This morning, the government reported that gross domestic product for the second quarter contracted by 1%. This means the recession was still going on, but the number wasn’t as bad as the -1.5% expected by economists. The bad news was that the Commerce Department revised downward its estimate for first-quarter GDP from -5.5% to -6.4%.
Now, even with jobs still vanishing and wages flat, many forecasters expect the economy to touch bottom sometime in the next few months. Economists say that businesses from small manufacturers to big automakers are poised to rebuild their depleted inventories, which fell by an annualized $141 billion in the second quarter.

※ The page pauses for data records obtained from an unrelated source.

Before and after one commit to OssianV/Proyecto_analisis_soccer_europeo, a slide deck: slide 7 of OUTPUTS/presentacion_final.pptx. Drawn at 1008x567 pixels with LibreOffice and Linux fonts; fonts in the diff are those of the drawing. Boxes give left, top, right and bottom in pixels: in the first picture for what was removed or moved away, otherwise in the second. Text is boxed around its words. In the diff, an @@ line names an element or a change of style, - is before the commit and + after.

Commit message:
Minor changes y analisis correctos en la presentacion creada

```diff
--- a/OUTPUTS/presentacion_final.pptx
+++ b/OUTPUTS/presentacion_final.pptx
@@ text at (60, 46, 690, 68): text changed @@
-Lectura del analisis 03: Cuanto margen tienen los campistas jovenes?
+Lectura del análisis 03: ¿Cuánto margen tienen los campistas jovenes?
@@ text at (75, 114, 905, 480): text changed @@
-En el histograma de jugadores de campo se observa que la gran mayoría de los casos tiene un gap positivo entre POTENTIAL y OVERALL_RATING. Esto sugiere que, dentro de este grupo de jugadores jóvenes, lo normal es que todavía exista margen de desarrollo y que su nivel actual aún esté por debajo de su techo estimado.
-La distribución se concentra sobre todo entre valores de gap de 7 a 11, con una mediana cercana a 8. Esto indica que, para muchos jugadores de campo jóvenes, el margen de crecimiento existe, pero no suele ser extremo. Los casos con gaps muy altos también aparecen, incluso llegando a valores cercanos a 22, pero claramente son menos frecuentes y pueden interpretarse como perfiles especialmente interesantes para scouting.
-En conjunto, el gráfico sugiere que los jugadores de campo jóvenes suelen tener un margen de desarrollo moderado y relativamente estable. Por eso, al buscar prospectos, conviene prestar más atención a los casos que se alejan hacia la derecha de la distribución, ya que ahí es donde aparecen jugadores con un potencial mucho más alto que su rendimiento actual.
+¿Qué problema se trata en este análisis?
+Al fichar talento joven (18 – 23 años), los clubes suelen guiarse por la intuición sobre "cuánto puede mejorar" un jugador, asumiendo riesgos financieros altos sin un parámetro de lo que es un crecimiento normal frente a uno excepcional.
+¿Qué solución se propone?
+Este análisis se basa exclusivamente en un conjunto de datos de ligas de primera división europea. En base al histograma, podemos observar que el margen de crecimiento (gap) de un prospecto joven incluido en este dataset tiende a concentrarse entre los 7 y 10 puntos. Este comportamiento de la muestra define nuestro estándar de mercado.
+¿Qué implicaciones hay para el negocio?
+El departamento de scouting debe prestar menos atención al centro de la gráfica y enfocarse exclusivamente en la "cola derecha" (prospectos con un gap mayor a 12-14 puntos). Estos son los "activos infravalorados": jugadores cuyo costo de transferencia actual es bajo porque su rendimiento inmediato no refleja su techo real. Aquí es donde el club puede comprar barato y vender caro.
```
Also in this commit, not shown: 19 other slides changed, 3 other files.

That restocking could spur economic growth later this year.
“We’re going from recession to recovery, but at least early on, it’s not going to feel like one,” said the chief economist at Moody’s Economy.com, Mark Zandi. “For economists, this is a seminal part in the business cycle, but for most Americans, it won’t mean much.”

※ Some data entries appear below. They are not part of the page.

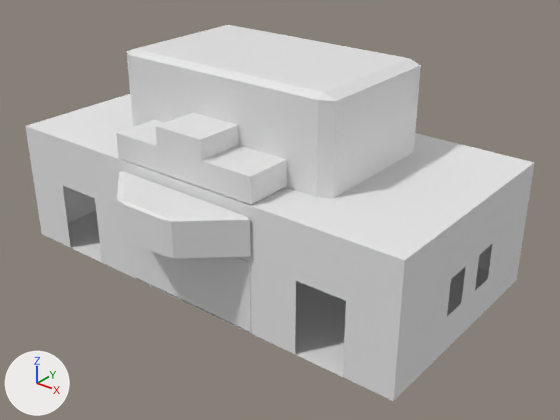
The Blender file working/subahu/Theater/Theater.blend, before and after one commit.
Rendered twice from a 50 mm lens placed at (17.9, -21.3, 16.6), pointed at (-0.1, 1.1, 2.7). Arrows for +X, +Y and +Z are at lower left; the lights stay in place.
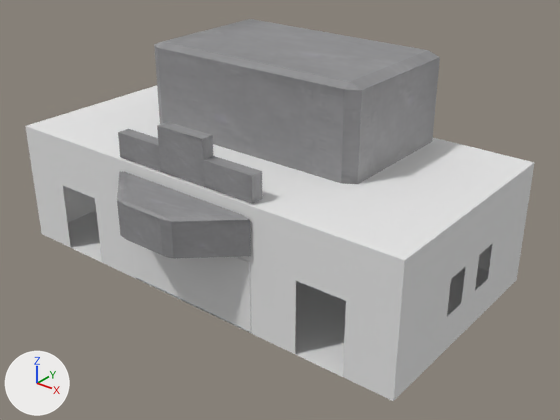
What differs and where, as boxes (x1, y1, x2, y2) in the pictures (560 x 420 px):
```json
{"object": "Cube.004", "change": "recoloured, moved", "before": [127, 25, 421, 198], "after": [154, 19, 440, 184], "on screen": "white to grey"}
{"object": "Cube.002", "change": "recoloured, moved, rescaled", "before": [116, 112, 287, 205], "after": [118, 122, 262, 204], "on screen": "white to grey, 16% narrower, 12% shorter"}
{"object": "Cube.001", "change": "recoloured", "before": [117, 172, 251, 258], "after": [117, 172, 251, 258], "on screen": "white to grey"}
```

Scene script edits in JSON lines:
```json
{"op": "add", "block": "img_greytext_jpeg", "code": ["img_greytext_jpeg = load_image('greyText.jpeg', 'Textures/greyText.jpeg', 271, 186, 'sRGB')"]}
{"op": "add", "block": "mat_greytext_jpeg", "code": ["mat_greytext_jpeg = principled_material('greyText.jpeg')", "mat_greytext_jpeg.texture = img_greytext_jpeg"]}
{"block": "me_cube_004", "where": "me_cube_004.from_pydata(...)  # 8 vertices, 6 faces; spans x -1.0..1.0, y -1.0..1.0, z -1.0..1.0"}
{"op": "add", "block": "me_cube_004", "code": "me_cube_004.materials.append(mat_greytext_jpeg)  # picture img_greytext_jpeg"}
{"block": "me_cube_002", "where": "me_cube_002.from_pydata(...)  # 20 vertices, 18 faces; spans x -1.0..1.0, y -1.0..1.0, z -1.0..2.51"}
{"op": "add", "block": "me_cube_002", "code": "me_cube_002.materials.append(mat_greytext_jpeg)  # picture img_greytext_jpeg"}
{"block": "me_cube_001", "where": "me_cube_001.from_pydata(...)  # 8 vertices, 6 faces; spans x -1.0..1.0, y -1.0..1.0, z -1.0..1.0"}
{"op": "add", "block": "me_cube_001", "code": "me_cube_001.materials.append(mat_greytext_jpeg)  # picture img_greytext_jpeg"}
{"op": "set", "path": "ob_cube_004.location", "old": "(-1.3, 1.95, 6.88)", "new": "(-1.3, 3.47, 6.88)"}
{"op": "set", "path": "ob_cube_002.location", "old": "(-1.38, -2.14, 5.67)", "new": "(-1.38, -2.79, 5.67)"}
{"op": "set", "path": "ob_cube_002.scale", "old": "(3.42, 1.0, 0.523)", "new": "(3.42, 0.265, 0.523)"}
```

That is because the job market is expected to remain dismal even after the economy resumes growing. As business picks up after a recession and companies start receiving more orders and restocking their shelves, employers will still resist hiring new full-time workers, and instead pay overtime or rely on part-time employees.
Since businesses have depleted inventories and the price of raw materials is rising due to global demand and a weak U.S. dollar, a modest uptick in business spending is now underway. As a result, GDP should rise in the third and fourth quarters. That’s why many companies are issuing positive earnings guidance for the second half of 2009.